The eleventh-hour hunt for the perfect gift – or anything that fits – can be a retail battleground pitting panicky procrastinators against seasoned bargain-hunters. But what drives this last-minute holiday mayhem?

Retail watchers say the economy has caused more shoppers to delay. To be sure, there are bargains aplenty for latecomers: up to 60 percent off at some Gap, 70 stores percent off at some Foot Lockers. Stores are staying open late, too, offering last-minute deals. Many Walgreens outlets will keep their lights on until midnight on Christmas Eve in hopes of cashing in on procrastination. And early reports suggest there is a late Christmas sales surge.

But is the Christmas Eve mad dash a guy thing, too?

The National Retail Federal found that more men have put off shopping this year than women. A recent survey showed that 21.4 percent of the men hadn’t even started Christmas shopping by Dec. 9 compared with 17 percent of women.

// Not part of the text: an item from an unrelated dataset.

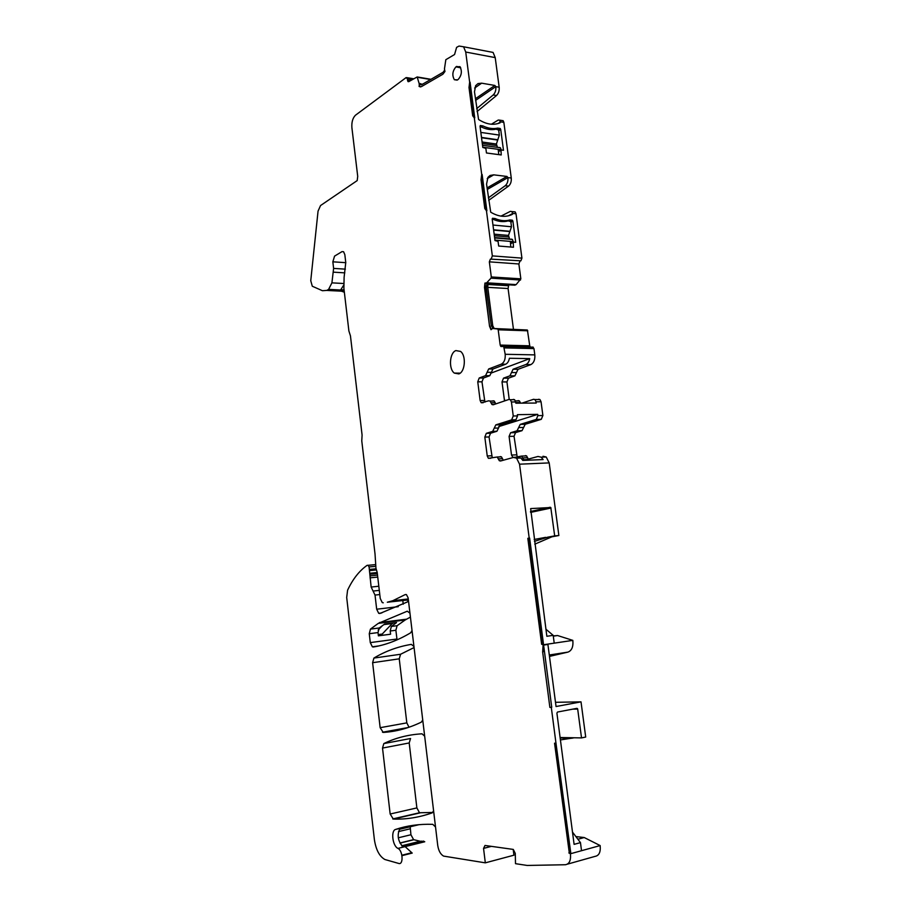 <?xml version="1.0" encoding="UTF-8"?>
<svg xmlns="http://www.w3.org/2000/svg" width="911" height="911" viewBox="0 0 911 911"><rect width="100%" height="100%" fill="white"/><g stroke="black" fill="none" stroke-linecap="round" stroke-linejoin="round"><path stroke-width="1.37" d="M567.405 864.163L595.042 856.386C599.062 855.691 600.77 852.092 600.155 845.567L584.224 837.539L575.877 836.571M600.155 845.567L570.423 853.766C571.038 860.417 569.352 864.072 565.378 864.733L527.184 865.45L515.501 863.674L515.284 853.425L513.28 849.416L485.005 845.465L483.547 848.392L485.324 862.842L513.929 855.19L513.2 849.382M401.762 845.784L420.176 841.24L413.594 839.646L410.929 834.749L410.189 826.767M421.11 841.138L424.754 841.764L397.948 848.403C392.561 846.046 390.66 830.57 395.602 829.431C407.023 825.605 419.424 823.908 432.782 824.341L435.526 826.983M401.967 855.657L412.205 853.083L405.122 846.626M402.81 600.577L403.243 604.209M488.672 51.574L493.067 52.417L495.22 57.609L499.171 87.228C499.433 90.758 498.545 93.514 496.518 95.518L477.057 111.575M501.688 120.48L503.134 120.696L503.851 122.359L511.265 178.032C511.526 181.596 510.627 184.284 508.543 186.106L488.683 200.352M513.69 211.694L515.193 211.91L516.013 213.743L521.923 258.132L520.887 260.819L490.357 259.111L520.887 260.819M514.726 285.166L516.138 284.608L520.841 278.834L518.871 263.974L519.908 261.298M513.44 329.19L508.087 288.525L508.748 284.813M513.588 330.306L513.474 329.52M527.162 329.987L494.115 328.518M527.423 330.101L529.746 345.816L500.185 345.075L498.192 329.793L527.754 330.795M530.293 347.114L529.746 345.816M532.354 347.011L533.971 348.594L534.814 354.88C535.133 359.765 533.812 363.011 530.84 364.605L518.04 369.308L514.897 375.856L508.44 378.19L506.949 381.937L509.215 399.371M518.086 400.612L519.361 400.874L520.34 402.56L515.797 402.594M520.534 403.163L520.34 402.56M538.606 399.257L539.961 399.542L541.054 401.762L536.044 401.797L534.962 399.565L533.595 399.28L521.912 403.152M484.925 402.138L481.976 381.834L477.751 381.811L480.143 400.521L481.202 402.742L488.763 400.806L490.027 401.068L491.963 404.518L493.227 404.78L508.998 399.428L510.342 399.713L511.424 401.979L513.246 415.985L517.55 415.917L517.38 414.664L537.718 414.368L537.877 415.61L542.888 415.53L541.054 401.762M542.888 415.53L541.271 419.333L525.214 424.275L522.026 430.664L515.558 432.611L514.032 436.278L517.152 456.707M525.362 455.625L526.569 455.887L528.289 459.098M543.013 456.274L546.213 456.992L549.196 462.902L558.864 535.52L551.929 536.807L534.78 544.163M549.481 656.398L567.952 652.105C571.801 650.636 573.418 646.719 572.825 640.376L557.578 635.536L553.273 635.901M555.494 702.301L581.013 701.857L585.705 737.045L581.525 737.91L577.688 709.088L572.768 709.134M432.827 812.441L419.504 812.76L416.874 807.92L409.198 742.955L410.554 738.514L383.838 743.57C395.465 737.899 408.185 734.642 421.998 733.81L424.663 736.168M409.016 727.251L406.818 722.878L399.246 658.824L400.578 654.257L414.072 647.562M409.95 613.149L407.263 611.201L378.327 623.352L405.122 620.015L410.428 617.089M405.122 620.015L397.105 625.709L395.875 630.264L397.048 639.864M572.757 832.438L580.466 842.629L581.525 850.703M584.224 837.539L577.904 839.247M485.324 862.842L443.6 856.101C440.548 854.359 438.59 850.806 437.735 845.431L408.128 597.878L406.488 594.667L405.156 594.61L392.789 600.713L387.323 602.228L408.356 599.837M424.253 841.479L402.878 846.763C397.982 841.183 396.923 835.273 399.713 829.044L417.716 824.785M397.948 848.403C402.924 850.578 403.63 865.234 398.676 863.434L384.886 859.506C379.431 856.408 375.924 849.758 374.375 839.555L346.692 597.468L347.581 590.214C352.785 579.111 359.298 570.81 367.144 565.31L368.09 565.31L369.092 566.949L375.731 566.323M369.092 566.949L371.141 587.048L375.025 595.065L376.676 609.208L398.244 606.68M408.413 600.292L407.342 601.966L379.841 613.502L378.703 613.319L376.676 609.208M408.379 599.95L387.323 602.228M383.269 602.809L382.256 602.581L380.251 598.493L377.2 572.45L375.958 568.248L375.025 553.934L361.769 440.856L362.088 435.071L350.45 335.874L348.89 330.966L343.891 288.297L344.107 277.331L345.759 262.493L344.836 254.659L343.595 251.743L342.024 251.618L343.572 251.732M345.383 269.144L333.608 268.403L332.845 261.821L334.565 256.116L342.024 251.618M333.608 268.403L331.911 282.854L328.598 289.379L340.338 289.994M344.244 291.326L326.73 290.427L328.598 289.379M326.73 290.427L322.414 290.711L312.291 286.236L310.753 280.713L318.053 211.124L320.547 205.544L357.192 180.594L357.716 176.347L351.897 127.677C351.521 122.211 352.694 118.077 355.415 115.264L406.158 77.56L407.388 78.858L412.102 79.656M421.429 84.837L420.426 83.607L419.185 83.687L417.17 76.957L408.743 81.648L407.946 81.557L407.388 78.858M491.325 258.633L492.339 255.889L486.451 210.748L484.789 208.517L481.042 179.82L481.703 174.445L474.312 117.861L472.684 115.799L469.006 87.558L469.655 82.138L465.726 52.041L463.585 46.78L459.053 46.051L456.605 47.361L454.566 54.523L445.832 59.693L444.454 68.963L444.967 71.468L442.848 74.246L421.303 86.693L419.083 86.454L419.607 83.755M491.405 124.226L498.249 120.036L499.809 120.184L500.173 122.769C493.568 125.547 486.372 124.454 478.571 119.489L474.483 91.863L475.633 85.657L478.002 83.584L481.646 83.174L494.867 85.452L495.846 86.647C496.108 90.189 495.231 92.956 493.193 94.972L476.681 108.648M473.151 115.856L474.745 117.929L470.076 82.218L469.006 87.558M484.971 208.539L486.075 208.938L486.873 210.794L482.135 174.502L481.042 179.82M511.219 214.894L512.688 213.402L516.013 213.743M512.54 214.187L512.346 214.358C505.742 217.57 498.533 216.841 490.71 212.183L486.554 184.124L487.943 177.338L490.072 175.459L493.716 174.844L506.96 176.449L507.928 177.622C508.201 181.198 507.302 183.897 505.218 185.719L488.353 197.869M500.97 149.928L503.476 150.269L500.708 129.408L500.196 128.485L497.691 128.109C493.033 129.157 488.091 128.417 482.887 125.912L480.325 125.536L480.04 126.344L482.807 147.445L485.859 148.368L486.463 152.98L501.232 154.95L500.97 149.928M513.2 242.11L515.706 242.326L512.893 221.122L512.381 220.211L509.864 219.961C505.206 221.282 500.264 220.804 495.049 218.526L492.487 218.276L492.191 219.118L495.003 240.572L498.055 241.347L498.681 246.038L513.462 247.245L513.2 242.11M500.993 216.123L510.365 211.352L511.868 211.568L512.688 213.402M520.841 278.834L491.302 276.955L489.344 261.844L490.357 259.111M491.302 276.955L490.995 278.162L520.523 280.019M487.305 282.638L486.212 286.828L491.245 325.66L492.737 325.717L487.704 286.919L488.239 282.695L486.668 282.831L490.995 278.162M497.611 328.973L492.589 328.461L494.206 328.541L492.737 325.717M497.873 329.087L498.192 329.793M534.814 354.88L505.195 354.288L503.692 346.465L500.845 346.499L500.185 345.075M505.195 354.288C505.525 359.264 504.216 362.555 501.289 364.172L488.672 368.966L492.919 369.023L505.571 364.241C507.518 363.375 508.793 361.382 509.408 358.262L529.724 358.627C529.097 361.713 527.811 363.683 525.852 364.525L513.075 369.251L518.04 369.308M504.523 400.942L502.007 381.914L503.51 378.156L509.932 375.822L513.075 369.251M536.044 401.797L536.215 403.038L515.877 403.197L514.635 399.69L513.292 399.405M537.877 415.61L536.272 419.424L541.271 419.333M512.984 457.55L511.515 455.044L509.09 436.415L510.615 432.736L517.061 430.778L520.238 424.378L536.272 419.424M517.71 457.265L520.887 457.994L522.777 460.408L543.115 459.577L541.214 457.185L538.002 456.468L524.964 459.998L523.757 459.725L521.604 456.081L514.817 457.356M492.259 457.812L489.048 436.961L484.823 437.075L487.237 455.955L488.376 458.313L497.212 457.015L499.33 460.727L500.538 461L513.428 457.436L516.594 458.165L519.543 464.189L529.2 538.082L527.822 538.333L529.2 538.082M572.825 640.376L554.218 643.155L553.193 635.354L546.839 636.277L530.646 508.623M558.864 535.52L554.685 535.884L550.791 507.518L530.84 508.577M554.218 643.155L543.56 644.737L529.621 538.037M554.685 535.884L547.762 537.16L551.929 536.807M534.415 541.373L547.762 537.16M557.578 635.536L553.307 636.151M541.646 644.316L543.56 644.737L541.646 644.316L527.822 538.333M543.07 651.912L543.605 645.079L551.736 707.323L549.88 707.426L542.649 651.98L543.127 644.806M581.013 701.857L556.052 706.526L547.91 644.441L543.605 645.079M580.466 842.629L574.101 844.36L556.906 713.119L557.498 712.038L576.879 708.359L577.688 709.088M551.303 707.403L555.983 743.239L554.548 743.194L569.295 852.833L554.993 743.205M569.295 852.833L570.855 853.653L555.983 743.239M581.525 737.91L560.106 737.523M560.424 739.937L574.283 737.773M433.602 810.847L432.178 812.874C419.094 817.452 406.147 819.524 393.324 819.069L390.159 814.013L382.518 748.068L383.838 743.57M422.727 719.975L421.36 722.127C408.572 728.276 395.864 731.704 383.235 732.41L380.149 727.684L372.622 662.696L373.909 658.072C385.319 651.206 397.788 646.639 411.316 644.373L413.936 646.446M391.354 626.438L396.57 622.577L384.636 624.069L379.227 627.986L378.019 632.576L378.395 635.832L390.591 634.227L390.204 630.993L391.354 626.438L397.105 625.709M378.327 623.352L370.458 629.102L379.227 627.986M412.034 630.503L410.69 632.792C398.164 640.251 385.706 644.988 373.316 647.004L372.371 646.81L370.287 642.608L369.262 633.714L370.458 629.102M570.423 853.766L568.863 852.947M419.185 83.687L419.276 85.941M549.88 707.426L542.649 651.98M484.823 437.075L486.315 433.34L492.692 431.358L495.823 424.879L511.663 419.857L515.956 419.777L517.55 415.917M513.246 415.985L511.663 419.857M477.751 381.811L479.22 377.997L483.456 378.031L489.822 375.662L485.574 375.628L479.22 377.997M488.672 368.966L485.574 375.628M485.267 283.401L484.937 287.432L489.537 326.195L490.983 329.714L492.589 328.461M489.537 326.195L484.504 287.409L484.937 283.082L487.1 282.854M455.876 350.587L460.556 351.418C466.409 355.632 465.134 372.03 458.825 373.909L454.316 373.089C448.474 368.955 449.578 352.694 455.876 350.587M457.618 79.849L454.35 79.701C451.936 75.317 452.471 71.047 455.944 66.867L459.941 66.64C462.253 71.104 461.683 75.362 458.222 79.416L457.618 79.849M378.395 635.787L390.591 634.227M419.515 83.448L420.13 84.586L421.565 84.769L443.122 72.276L444.545 70.306M419.698 86.01L420.256 86.978M473.116 115.845L469.427 87.638M485.21 208.562L481.464 179.866M481.247 126.971L482.887 125.912M495.994 129.191L497.691 128.109M498.431 129.601L500.196 128.485M493.352 219.437L495.049 218.526M508.053 220.917L509.864 219.961M510.547 221.168L512.381 220.211M491.245 325.66L493.261 328.507M485.711 283.435L486.998 282.922M489.959 326.206L491.109 329.372M487.123 372.303L491.371 372.348L492.919 369.023M491.371 372.348L489.822 375.662M481.976 381.834L483.456 378.031M495.732 403.926L494.274 401.045L493.01 400.783M529.724 358.627L491.348 372.986M494.252 428.124L498.511 428.033L500.082 424.788L515.956 419.777M498.511 428.033L496.939 431.256L490.551 433.237L489.048 436.961M500.264 456.582L501.46 456.855L503.271 460.237M537.718 414.368L498.67 426.621M542.079 644.248L528.243 538.299M546.156 629.41L553.193 635.354M545.678 537.342L534.165 539.483M551.736 707.323L550.312 707.346M572.188 738.217L560.163 737.99M510.786 247.029L510.399 241.916L513.041 242.144M511.071 239.081L512.472 239.468L513.269 242.121M492.225 219.323L493.466 219.449C498.659 221.715 503.589 222.182 508.236 220.872L510.809 221.624L511.492 226.759L492.965 225.028M494.605 237.555L509.545 238.841L508.497 235.425L511.492 226.759M498.807 154.631L498.215 149.837L500.515 150.156M498.932 147.411L500.412 147.764L501.266 149.962M480.097 126.8L481.338 126.982C486.531 129.476 491.45 130.205 496.096 129.168L498.659 130.045L499.33 135.09L480.837 132.414M497.486 147.354L496.404 144.018L499.33 135.09M343.652 285.2L340.805 289.732L338.596 290.951L332.287 290.711M378.111 630.059L382.347 625.732M378.247 634.568L382.221 634.056L392.641 623.067M344.347 292.226L341.42 291.178M383.941 624.57L392.687 623.477M483.547 848.392L491.428 846.353M395.602 829.431L412.581 825.412M399.508 829.306L419.128 824.649M398.46 831.595L410.223 828.794M398.301 837.801L410.929 834.749M399.975 843.119L413.845 839.726M375.025 595.065L379.785 594.553M405.156 594.61L406.124 594.507M392.789 600.713L408.253 598.96M332.845 261.821L345.781 262.675M333.54 272.173L344.802 272.856M343.629 283.503L331.911 282.854M410.201 80.783L407.502 80.339M417.34 77.276L430.607 79.53M422.488 84.233L420.609 83.926M420.711 84.085L422.294 84.347M465.726 52.041L495.22 57.609M495.846 86.647L499.171 87.228M492.339 255.889L521.923 258.132M507.928 177.622L511.265 178.032M500.526 121.858L503.851 122.359M493.193 94.972L496.518 95.518M505.218 185.719L508.543 186.106M489.344 261.844L518.871 263.974M516.138 284.608L488.125 282.911M488.102 282.991L516.036 284.676M514.931 285.177L487.897 283.56M508.406 285.712L487.715 284.483M487.761 287.352L508.087 288.525M504.352 347.888L533.971 348.594M525.852 364.525L530.84 364.605M501.289 364.172L505.571 364.241M511.504 372.542L516.457 372.588M509.932 375.822L514.897 375.856M503.51 378.156L508.44 378.19M502.007 381.914L506.949 381.937M504.409 400.373L506.265 400.362M515.717 401.945L511.424 401.979M520.238 424.378L525.214 424.275M518.655 427.589L523.609 427.475M517.061 430.778L522.026 430.664M510.615 432.736L515.558 432.611M509.09 436.415L514.032 436.278M511.515 455.044L516.457 454.862M522.675 457.903L527.64 457.698M519.543 464.189L549.196 462.902M567.952 652.105L549.299 655.009M390.159 814.013L416.874 807.92M382.518 748.068L409.198 742.955M393.324 819.069L420.085 812.885M373.909 658.072L400.578 654.257M372.622 662.696L399.246 658.824M380.149 727.684L406.818 722.878M383.235 732.41L405.987 728.242M379.602 622.532L406.431 619.195M390.204 630.993L395.875 630.264M370.287 642.608L396.911 639.032M369.262 633.714L378.019 632.576M373.077 591.057L379.295 590.385M474.631 88.048L481.646 83.174M475.383 98.752L494.867 85.452M475.599 100.381L495.835 86.602M500.526 121.926L497.918 123.6M487.26 189.465L507.928 177.577M512.699 213.481L508.213 215.873M487.203 178.658L493.716 174.844M487.055 187.939L506.96 176.449M500.651 150.121L498.431 151.477M498.454 151.693L500.617 150.372M498.738 130.649L500.708 129.408M512.904 242.258L510.593 243.419L512.927 242.235M510.638 243.704L512.847 242.588M510.877 222.182L512.893 221.122M487.704 286.919L486.212 286.828M550.176 507.245L530.498 511.481M550.791 507.518L530.544 511.868M550.996 508.031L530.612 512.403M577.483 708.576L575.65 708.587M498.271 458.871L502.53 458.7M487.237 455.955L491.473 455.796M486.315 433.34L490.551 433.237M496.939 431.256L492.692 431.358M495.823 424.879L500.082 424.788M490.995 402.787L495.242 402.753M480.143 400.521L484.379 400.498M460.715 67.824L455.944 66.867M460.374 67.198L456.548 66.435M371.141 587.048L378.817 586.24M370.06 577.847L377.735 577.084M370.06 575.866L377.507 575.126M370.265 574.215L377.325 573.52M370.265 573.224L377.211 572.541M369.957 570.571L376.482 569.944M369.729 569.398L376.049 568.794M513.462 241.666L494.946 240.094M510.035 231.303L493.591 229.811M509.727 231.542L493.637 230.096M508.497 235.425L494.161 234.161M508.691 236.962L494.366 235.71M501.278 149.757L482.773 147.229M497.918 139.759L481.486 137.424M497.611 140.032L481.532 137.743M496.404 144.018L482.09 142.014M496.609 145.521L482.295 143.539M338.596 290.951L344.233 291.247M340.805 289.732L344.085 289.903M399.906 842.994L413.594 839.646M402.309 846.308L423.501 841.081M401.888 855.224L411.43 852.821M378.703 613.319L381.811 612.944M406.955 77.651L413.605 78.767M407.946 81.557L408.686 81.683M417.17 76.957L430.994 79.303M463.585 46.78L493.067 52.417M499.809 120.184L503.134 120.696M511.868 211.568L515.193 211.91M500.845 346.499L502.143 346.533M503.692 346.465L533.299 347.182M519.361 400.874L515.455 400.897M539.961 399.542L534.962 399.565M512.677 457.368L515.114 457.276M521.604 456.081L526.569 455.887M523.757 459.725L526.353 459.622M516.594 458.165L520.887 457.994M541.214 457.185L546.213 456.992M477.956 83.607L480.359 84.074M392.743 818.932L419.504 812.76M382.472 732.239L408.23 727.513M372.371 646.81L378.737 645.933M421.372 84.791L420.13 84.586M498.419 151.42L500.686 150.042M492.361 328.097L493.591 328.142M514.635 399.69L510.342 399.713M499.33 460.727L501.904 460.613M497.212 457.015L501.46 456.855M488.376 458.313L490.79 458.222M491.963 404.518L494.058 404.495M494.274 401.045L490.027 401.068M481.202 402.742L483.194 402.73M460.169 373.146L454.316 373.089M457.174 80.122L454.35 79.701M368.09 565.31L375.526 564.615M512.472 239.468L494.662 237.93M500.412 147.764L482.523 145.293"/></g></svg>
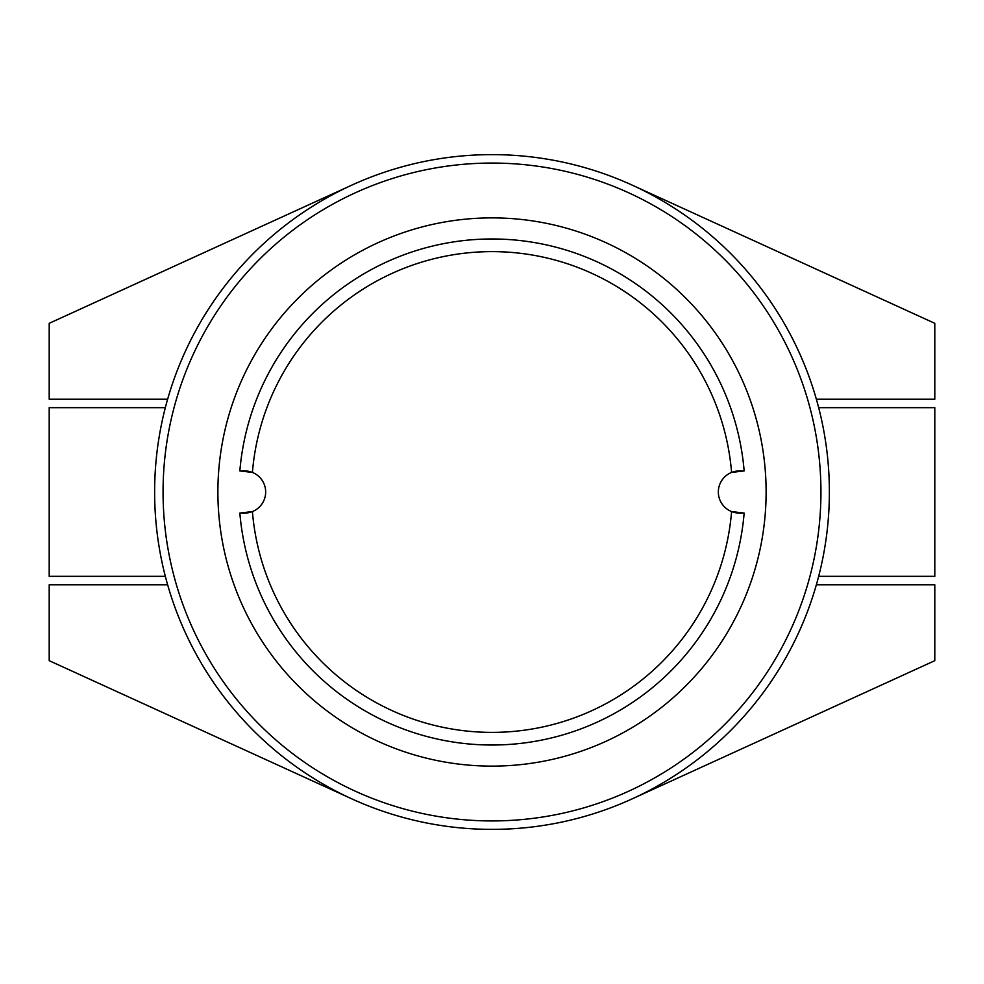 <?xml version="1.0" encoding="UTF-8"?>
<svg xmlns="http://www.w3.org/2000/svg" width="984" height="984" viewBox="0 0 984 984"><rect width="100%" height="100%" fill="white"/><g stroke="black" fill="none" stroke-linecap="round" stroke-linejoin="round"><path stroke-width="1.48" d="M816.363 399.221L934.8 399.221L934.8 323.318L632.134 185.115M818.663 576.341L934.8 576.341L934.8 407.659L818.663 407.659M165.337 407.659L49.2 407.659L49.2 576.341L165.337 576.341M167.637 584.779L49.2 584.779L49.2 660.682L351.866 798.885M351.866 185.115L49.2 323.318L49.2 399.221L167.637 399.221M632.134 798.885L934.8 660.682L934.8 584.779L816.363 584.779M829.377 492A337.377 337.377 0 0 0 492 154.623A337.377 337.377 0 0 0 154.623 492A337.377 337.377 0 0 0 492 829.377A337.377 337.377 0 0 0 829.377 492A337.377 337.377 0 0 0 492 154.623A337.377 337.377 0 0 0 154.623 492M766.118 492A274.118 274.118 0 0 0 492 217.882A274.118 274.118 0 0 0 217.882 492A274.118 274.118 0 0 0 492 766.118A274.118 274.118 0 0 0 766.118 492M731.629 511.594A21.082 21.082 0 0 0 739.427 513.082L744.15 513.082A253.023 253.023 0 0 1 492 745.023A253.023 253.023 0 0 1 239.85 513.082L252.421 511.569A240.379 240.379 0 0 0 492 732.379A240.379 240.379 0 0 0 731.579 511.569L744.15 513.082A253.023 253.023 0 0 1 492 745.023A253.023 253.023 0 0 1 239.85 513.082L244.573 513.082A21.082 21.082 0 0 0 252.421 472.431L239.85 470.918A253.023 253.023 0 0 1 492 238.977A253.023 253.023 0 0 1 744.15 470.918L739.427 470.918A21.082 21.082 0 0 0 731.579 472.431A240.379 240.379 0 0 0 492 251.621A240.379 240.379 0 0 0 252.421 472.431M252.371 472.406A21.082 21.082 0 0 0 244.573 470.918L239.85 470.918A253.023 253.023 0 0 1 492 238.977A253.023 253.023 0 0 1 744.15 470.918L731.579 472.431A21.082 21.082 0 0 0 731.579 511.569M820.939 492A328.939 328.939 0 0 0 492 163.061A328.939 328.939 0 0 0 163.061 492A328.939 328.939 0 0 0 492 820.939A328.939 328.939 0 0 0 820.939 492"/></g></svg>

In many shopping malls, salespeople agree that men represent most of the seasonal stragglers. “They're just coming in, they're getting a gift certificate ... because they save it for the very last day,” a saleswoman in Rochester, N.Y., told a local reporter.

A University of Michigan study released earlier this month suggests evolution may be to blame.

Typically, women’s shopping habit are informed by skills once used as gatherers, theorizes Daniel Kruger, research faculty at the University of Michigan’s School of Public Health. Men, he says, shop like hunters.

“The sexually divergent adaptations for gathering and hunting may be evident in reports of shopping experiences, as shopping could be considered a form of foraging in the modern consumer environment...,” the study says. “Men, in turn, will report shopping strategies and experiences that resemble hunting skills.”

That explains why women often spend more time shopping – looking for just the right item – while men are more hurried, Mr. Kruger says.

In Canada, a retail poll found that men are 50 percent more likely to put off shopping.

“I'm pretty lazy,” one man told Toronto’s CTV. “I'm a man, that's how we do it.”